Exactly as written, print every line of the listing below and omit its pictures.
[DATA SECTION Boundary: Start]
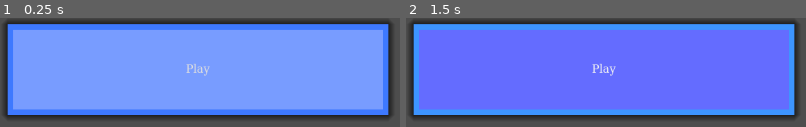
Above: before the commit, frames 1-2 (left to right).
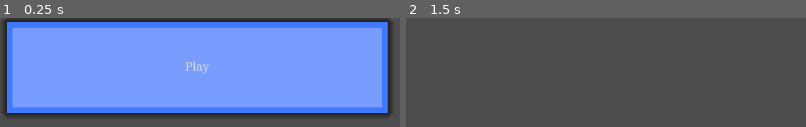
Above: after the commit, the same moments.

Repository: Galactice-Games/shapes-and-games
Game: Godot game, scene res://main-menu.tscn
Two runs of this game, one before a commit and one after it. Both use one fixed random seed, a clock stepped at 60 frames per second and the inputs below.
Inputs (mouse positions are in pixels of both pictures, inside the frame that each line leads up to):
- Up to frame 1 (0.25 s): no input
- Up to frame 2 (1.5 s): click "Play" at 0.5 s; click (606, 69) at 1.25 s, where only the run before the commit has a clickable "Play"

The runs differ from the first frame. In frame 1, 9.9% of the frame differs, in the area x 1-98%, y 3-89%; in frame 2, 86%, in the area x 1-98%, y 2-92%.

Commit message:
iPad update

Diff:
--- /dev/null
+++ b/level selector.tscn
@@ -0,0 +1,9 @@
+[gd_scene format=3 uid="uid://d1f3v5h4bx3uj"]
+
+[node name="Control" type="Control" unique_id=420543952]
+layout_mode = 3
+anchors_preset = 15
+anchor_right = 1.0
+anchor_bottom = 1.0
+grow_horizontal = 2
+grow_vertical = 2
--- a/main-menu.tscn
+++ b/main-menu.tscn
@@ -1,4 +1,6 @@
 [gd_scene format=3 uid="uid://b2oor1akcpimp"]
+
+[ext_resource type="Script" uid="uid://y11xve4pfjsa" path="res://main_menu.gd" id="1_gvk52"]
 
 [sub_resource type="FontFile" id="FontFile_4thvv"]
 resource_local_to_scene = true
@@ -48,12 +50,13 @@
 anchors_preset = 15
 anchor_right = 1.0
 anchor_bottom = 1.0
-offset_left = 5.0
-offset_top = 1.0
-offset_right = 5.0
-offset_bottom = 1.0
+offset_left = 4.0
+offset_top = -2.0
+offset_right = 4.0
+offset_bottom = -2.0
 grow_horizontal = 2
 grow_vertical = 2
+script = ExtResource("1_gvk52")
 
 [node name="Play button" type="Button" parent="." unique_id=1371018871]
 layout_mode = 0
@@ -66,3 +69,5 @@
 theme_override_styles/pressed = SubResource("StyleBoxFlat_gvk52")
 theme_override_styles/hover = SubResource("StyleBoxFlat_j3jwc")
 text = "Play"
+
+[connection signal="pressed" from="Play button" to="." method="_on_play_button_pressed"]
--- /dev/null
+++ b/main_menu.gd
@@ -0,0 +1,5 @@
+
+extends Control
+
+func _on_play_button_pressed():
+	get_tree().change_scene_to_file("res://level selector.tscn")
--- a/main_menu.tscn
+++ /dev/null
@@ -1,3 +0,0 @@
-[gd_scene format=3 uid="uid://dfatsyi700cle"]
-
-[node name="Node2D" type="Node2D" unique_id=1246614522]
--- /dev/null
+++ b/play_button.gd
@@ -0,0 +1,4 @@
+extends Control
+
+func _on_play_button_pressed():
+	get_tree().change_scene_to_file("res://level selector.tscn")
--- a/project.godot
+++ b/project.godot
@@ -21,6 +21,12 @@
 
 [xogot]
 
-project/editorState=[]
+project/editorState=[{
+"column": 0,
+"current": true,
+"line": 4,
+"path": "res://main_menu.gd",
+"type": "file"
+}]
 project/breakpoints={}
 project/disabled_breakpoints={}
Not shown, added: main_menu.gd.uid
Not shown, added: play_button.gd.uid
[DATA SECTION Boundary: End]
## EXERCISE RESULT
Above: before the commit, frames 1-2 (left to right).
Above: after the commit, the same moments.

Repository: Galactice-Games/shapes-and-games
Game: Godot game, scene res://main-menu.tscn
Two runs of this game, one before a commit and one after it. Both use one fixed random seed, a clock stepped at 60 frames per second and the inputs below.
Inputs (mouse positions are in pixels of both pictures, inside the frame that each line leads up to):
- Up to frame 1 (0.25 s): no input
- Up to frame 2 (1.5 s): click "Play" at 0.5 s; click (606, 69) at 1.25 s, where only the run before the commit has a clickable "Play"

The runs differ from the first frame. In frame 1, 9.9% of the frame differs, in the area x 1-98%, y 3-89%; in frame 2, 86%, in the area x 1-98%, y 2-92%.

Commit message:
iPad update

Diff:
--- /dev/null
+++ b/level selector.tscn
@@ -0,0 +1,9 @@
+[gd_scene format=3 uid="uid://d1f3v5h4bx3uj"]
+
+[node name="Control" type="Control" unique_id=420543952]
+layout_mode = 3
+anchors_preset = 15
+anchor_right = 1.0
+anchor_bottom = 1.0
+grow_horizontal = 2
+grow_vertical = 2
--- a/main-menu.tscn
+++ b/main-menu.tscn
@@ -1,4 +1,6 @@
 [gd_scene format=3 uid="uid://b2oor1akcpimp"]
+
+[ext_resource type="Script" uid="uid://y11xve4pfjsa" path="res://main_menu.gd" id="1_gvk52"]
 
 [sub_resource type="FontFile" id="FontFile_4thvv"]
 resource_local_to_scene = true
@@ -48,12 +50,13 @@
 anchors_preset = 15
 anchor_right = 1.0
 anchor_bottom = 1.0
-offset_left = 5.0
-offset_top = 1.0
-offset_right = 5.0
-offset_bottom = 1.0
+offset_left = 4.0
+offset_top = -2.0
+offset_right = 4.0
+offset_bottom = -2.0
 grow_horizontal = 2
 grow_vertical = 2
+script = ExtResource("1_gvk52")
 
 [node name="Play button" type="Button" parent="." unique_id=1371018871]
 layout_mode = 0
@@ -66,3 +69,5 @@
 theme_override_styles/pressed = SubResource("StyleBoxFlat_gvk52")
 theme_override_styles/hover = SubResource("StyleBoxFlat_j3jwc")
 text = "Play"
+
+[connection signal="pressed" from="Play button" to="." method="_on_play_button_pressed"]
--- /dev/null
+++ b/main_menu.gd
@@ -0,0 +1,5 @@
+
+extends Control
+
+func _on_play_button_pressed():
+	get_tree().change_scene_to_file("res://level selector.tscn")
--- a/main_menu.tscn
+++ /dev/null
@@ -1,3 +0,0 @@
-[gd_scene format=3 uid="uid://dfatsyi700cle"]
-
-[node name="Node2D" type="Node2D" unique_id=1246614522]
--- /dev/null
+++ b/play_button.gd
@@ -0,0 +1,4 @@
+extends Control
+
+func _on_play_button_pressed():
+	get_tree().change_scene_to_file("res://level selector.tscn")
--- a/project.godot
+++ b/project.godot
@@ -21,6 +21,12 @@
 
 [xogot]
 
-project/editorState=[]
+project/editorState=[{
+"column": 0,
+"current": true,
+"line": 4,
+"path": "res://main_menu.gd",
+"type": "file"
+}]
 project/breakpoints={}
 project/disabled_breakpoints={}
Not shown, added: main_menu.gd.uid
Not shown, added: play_button.gd.uid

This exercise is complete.